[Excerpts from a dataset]
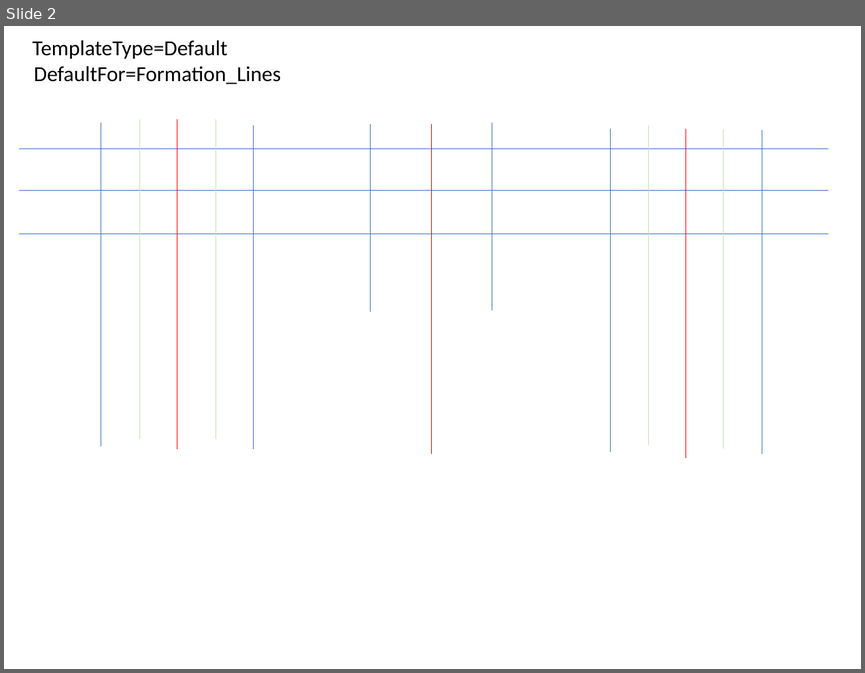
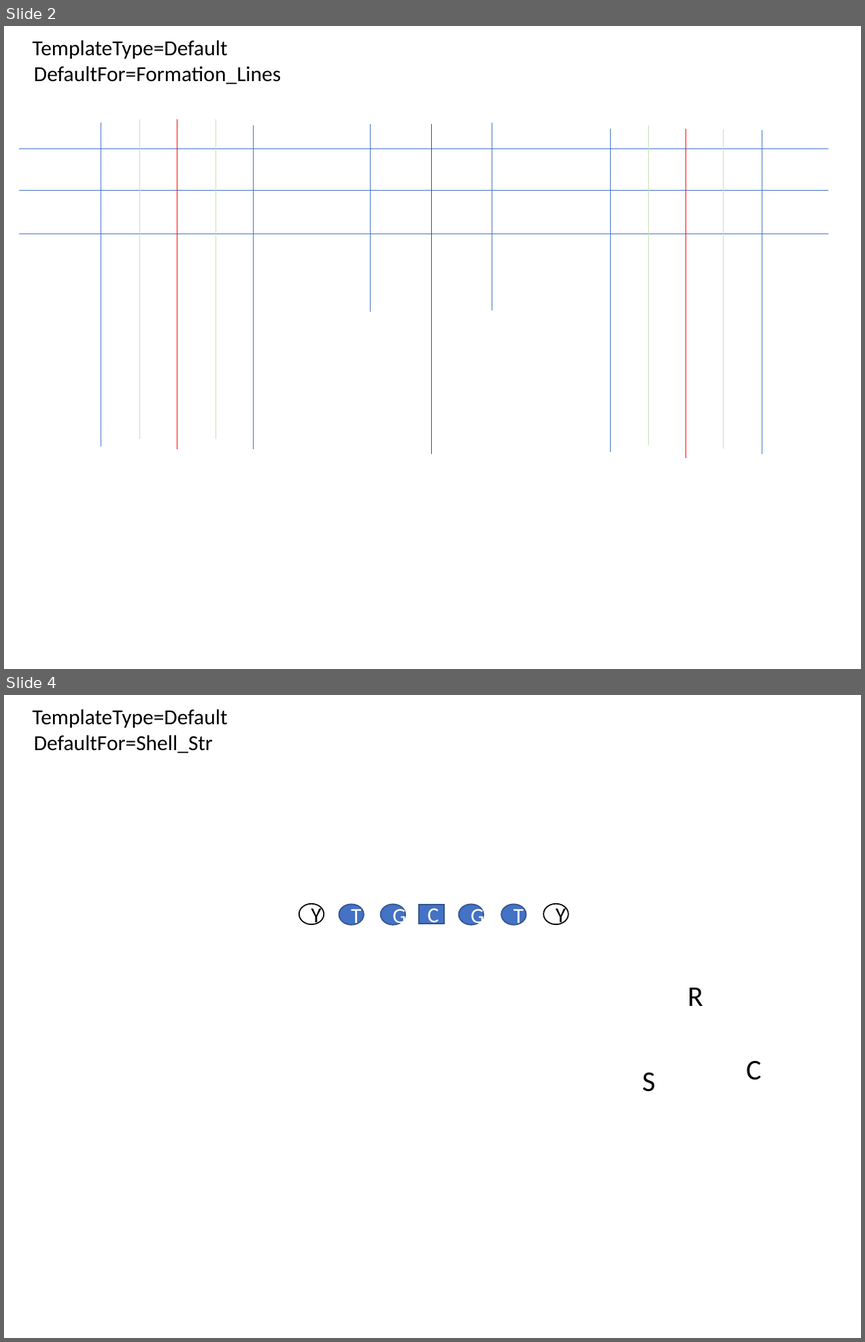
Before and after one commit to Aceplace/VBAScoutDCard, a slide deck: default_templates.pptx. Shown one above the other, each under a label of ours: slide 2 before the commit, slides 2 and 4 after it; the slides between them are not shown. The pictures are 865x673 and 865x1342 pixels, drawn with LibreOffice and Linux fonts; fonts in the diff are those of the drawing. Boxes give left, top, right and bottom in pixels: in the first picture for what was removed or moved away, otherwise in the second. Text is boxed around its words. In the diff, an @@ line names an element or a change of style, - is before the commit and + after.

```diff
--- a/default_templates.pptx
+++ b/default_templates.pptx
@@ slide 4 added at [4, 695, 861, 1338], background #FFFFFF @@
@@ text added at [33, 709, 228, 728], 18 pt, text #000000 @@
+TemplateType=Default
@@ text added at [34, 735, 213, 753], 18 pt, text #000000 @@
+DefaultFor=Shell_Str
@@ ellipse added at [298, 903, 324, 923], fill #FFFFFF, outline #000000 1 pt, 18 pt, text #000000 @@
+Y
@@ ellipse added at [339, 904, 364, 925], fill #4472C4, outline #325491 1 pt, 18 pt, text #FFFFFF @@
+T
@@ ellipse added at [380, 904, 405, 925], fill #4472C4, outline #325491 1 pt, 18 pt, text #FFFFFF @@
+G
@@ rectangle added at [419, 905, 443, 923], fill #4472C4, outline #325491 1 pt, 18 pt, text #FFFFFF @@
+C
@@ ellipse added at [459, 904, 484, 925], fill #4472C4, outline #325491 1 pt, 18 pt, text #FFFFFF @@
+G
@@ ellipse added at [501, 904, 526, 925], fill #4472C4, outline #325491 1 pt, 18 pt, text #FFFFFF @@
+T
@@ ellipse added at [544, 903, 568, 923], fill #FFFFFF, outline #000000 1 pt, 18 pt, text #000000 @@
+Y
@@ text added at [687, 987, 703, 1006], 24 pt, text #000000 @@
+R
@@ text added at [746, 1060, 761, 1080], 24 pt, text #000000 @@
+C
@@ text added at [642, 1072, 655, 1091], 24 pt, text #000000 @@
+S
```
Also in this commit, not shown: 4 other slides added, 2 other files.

* * *

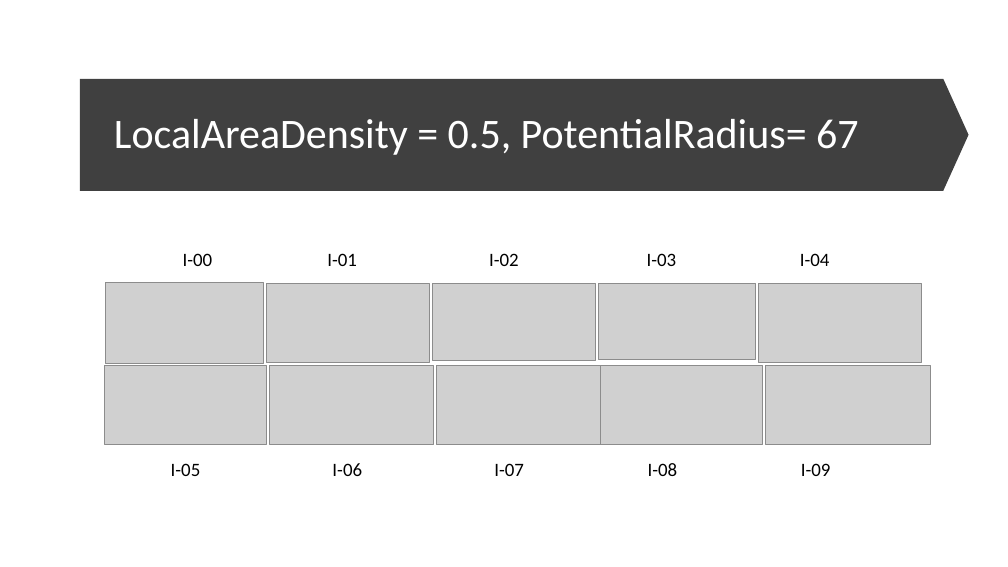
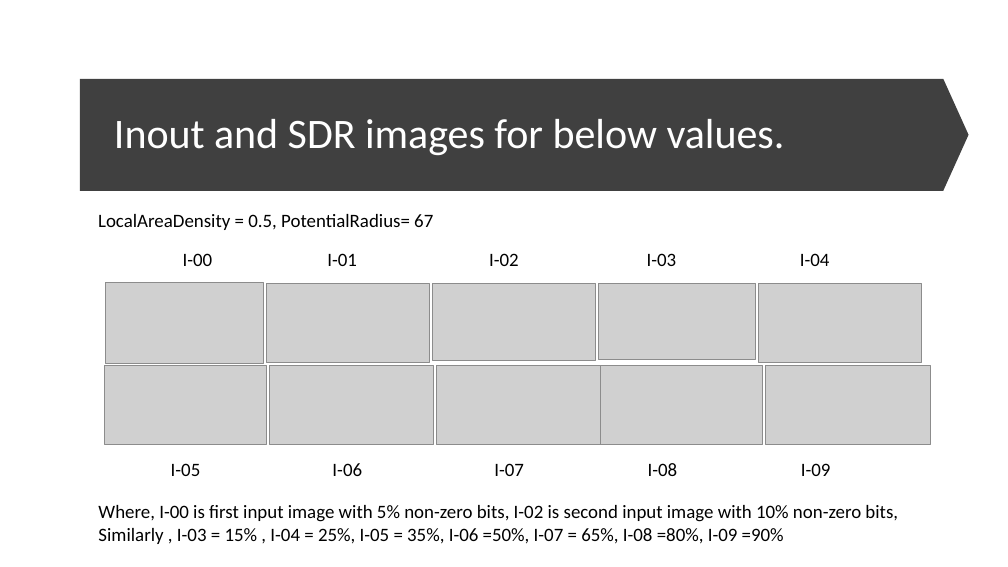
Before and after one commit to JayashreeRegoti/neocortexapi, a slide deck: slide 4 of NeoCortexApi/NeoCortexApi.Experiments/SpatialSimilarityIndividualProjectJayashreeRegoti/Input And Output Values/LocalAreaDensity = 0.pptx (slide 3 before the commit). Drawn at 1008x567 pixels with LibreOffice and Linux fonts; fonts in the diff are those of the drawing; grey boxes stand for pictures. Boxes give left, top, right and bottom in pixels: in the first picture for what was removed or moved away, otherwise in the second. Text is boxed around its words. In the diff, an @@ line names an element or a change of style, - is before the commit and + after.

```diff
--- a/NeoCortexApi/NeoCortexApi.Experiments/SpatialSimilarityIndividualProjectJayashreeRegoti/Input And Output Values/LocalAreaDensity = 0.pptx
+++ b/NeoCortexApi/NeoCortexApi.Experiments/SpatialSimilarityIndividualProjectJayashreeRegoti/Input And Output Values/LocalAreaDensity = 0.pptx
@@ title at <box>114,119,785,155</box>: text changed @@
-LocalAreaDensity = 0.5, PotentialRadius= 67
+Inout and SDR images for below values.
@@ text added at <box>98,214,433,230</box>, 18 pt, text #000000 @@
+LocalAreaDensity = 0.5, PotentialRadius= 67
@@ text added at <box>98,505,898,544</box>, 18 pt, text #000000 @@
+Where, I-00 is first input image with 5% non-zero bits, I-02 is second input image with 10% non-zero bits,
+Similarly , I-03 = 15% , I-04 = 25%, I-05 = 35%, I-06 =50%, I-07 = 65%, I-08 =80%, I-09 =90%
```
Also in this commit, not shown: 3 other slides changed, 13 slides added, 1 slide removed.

...

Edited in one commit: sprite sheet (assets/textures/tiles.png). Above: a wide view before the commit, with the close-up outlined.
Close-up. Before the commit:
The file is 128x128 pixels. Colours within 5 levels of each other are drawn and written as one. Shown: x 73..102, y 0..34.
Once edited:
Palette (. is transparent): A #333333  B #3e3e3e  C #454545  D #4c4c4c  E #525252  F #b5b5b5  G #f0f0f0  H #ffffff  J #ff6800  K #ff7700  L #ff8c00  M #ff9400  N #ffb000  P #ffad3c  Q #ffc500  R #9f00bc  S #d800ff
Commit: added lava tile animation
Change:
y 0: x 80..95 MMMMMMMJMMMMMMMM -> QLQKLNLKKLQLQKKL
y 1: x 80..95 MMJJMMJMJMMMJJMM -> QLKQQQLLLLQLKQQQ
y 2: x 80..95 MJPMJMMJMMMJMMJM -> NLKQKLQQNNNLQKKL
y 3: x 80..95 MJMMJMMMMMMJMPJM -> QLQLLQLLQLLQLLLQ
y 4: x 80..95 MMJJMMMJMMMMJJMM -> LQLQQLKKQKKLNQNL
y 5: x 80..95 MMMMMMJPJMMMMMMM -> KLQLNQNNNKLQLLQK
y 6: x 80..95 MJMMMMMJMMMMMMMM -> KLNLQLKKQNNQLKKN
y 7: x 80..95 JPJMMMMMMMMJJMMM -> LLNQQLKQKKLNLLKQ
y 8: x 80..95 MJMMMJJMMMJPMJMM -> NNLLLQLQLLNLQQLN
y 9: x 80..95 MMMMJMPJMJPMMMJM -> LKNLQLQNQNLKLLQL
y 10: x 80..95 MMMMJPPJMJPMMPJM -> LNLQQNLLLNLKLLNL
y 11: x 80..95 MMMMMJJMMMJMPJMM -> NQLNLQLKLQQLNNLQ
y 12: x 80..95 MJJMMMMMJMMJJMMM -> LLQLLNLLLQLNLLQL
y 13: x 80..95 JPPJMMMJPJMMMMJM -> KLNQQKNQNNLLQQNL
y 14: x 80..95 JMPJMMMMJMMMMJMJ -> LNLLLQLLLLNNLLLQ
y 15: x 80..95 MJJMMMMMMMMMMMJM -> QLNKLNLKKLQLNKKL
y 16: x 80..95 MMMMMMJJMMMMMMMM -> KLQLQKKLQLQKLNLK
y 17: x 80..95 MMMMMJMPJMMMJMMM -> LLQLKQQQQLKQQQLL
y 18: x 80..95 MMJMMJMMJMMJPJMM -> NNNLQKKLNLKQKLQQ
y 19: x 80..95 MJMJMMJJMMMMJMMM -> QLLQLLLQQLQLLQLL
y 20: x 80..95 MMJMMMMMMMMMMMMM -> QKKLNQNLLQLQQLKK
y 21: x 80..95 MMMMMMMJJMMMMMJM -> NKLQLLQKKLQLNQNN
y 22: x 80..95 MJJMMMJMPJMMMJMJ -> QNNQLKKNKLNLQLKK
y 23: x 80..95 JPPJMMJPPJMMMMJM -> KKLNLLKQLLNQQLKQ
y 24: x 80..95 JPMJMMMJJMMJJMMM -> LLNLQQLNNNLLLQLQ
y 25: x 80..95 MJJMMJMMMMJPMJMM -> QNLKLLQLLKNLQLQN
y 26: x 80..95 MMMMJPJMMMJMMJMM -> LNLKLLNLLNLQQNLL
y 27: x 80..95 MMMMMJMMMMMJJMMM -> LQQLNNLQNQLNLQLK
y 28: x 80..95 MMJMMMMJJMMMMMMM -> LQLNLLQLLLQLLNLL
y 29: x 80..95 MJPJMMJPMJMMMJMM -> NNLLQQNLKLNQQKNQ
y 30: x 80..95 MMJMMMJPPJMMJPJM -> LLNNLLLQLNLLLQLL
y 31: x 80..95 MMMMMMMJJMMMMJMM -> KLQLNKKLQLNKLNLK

# Task item
When the string "PotentialRadius" appears in a line of the records above, that line is to be copied.

# Answer space
-LocalAreaDensity = 0.5, PotentialRadius= 67
+LocalAreaDensity = 0.5, PotentialRadius= 67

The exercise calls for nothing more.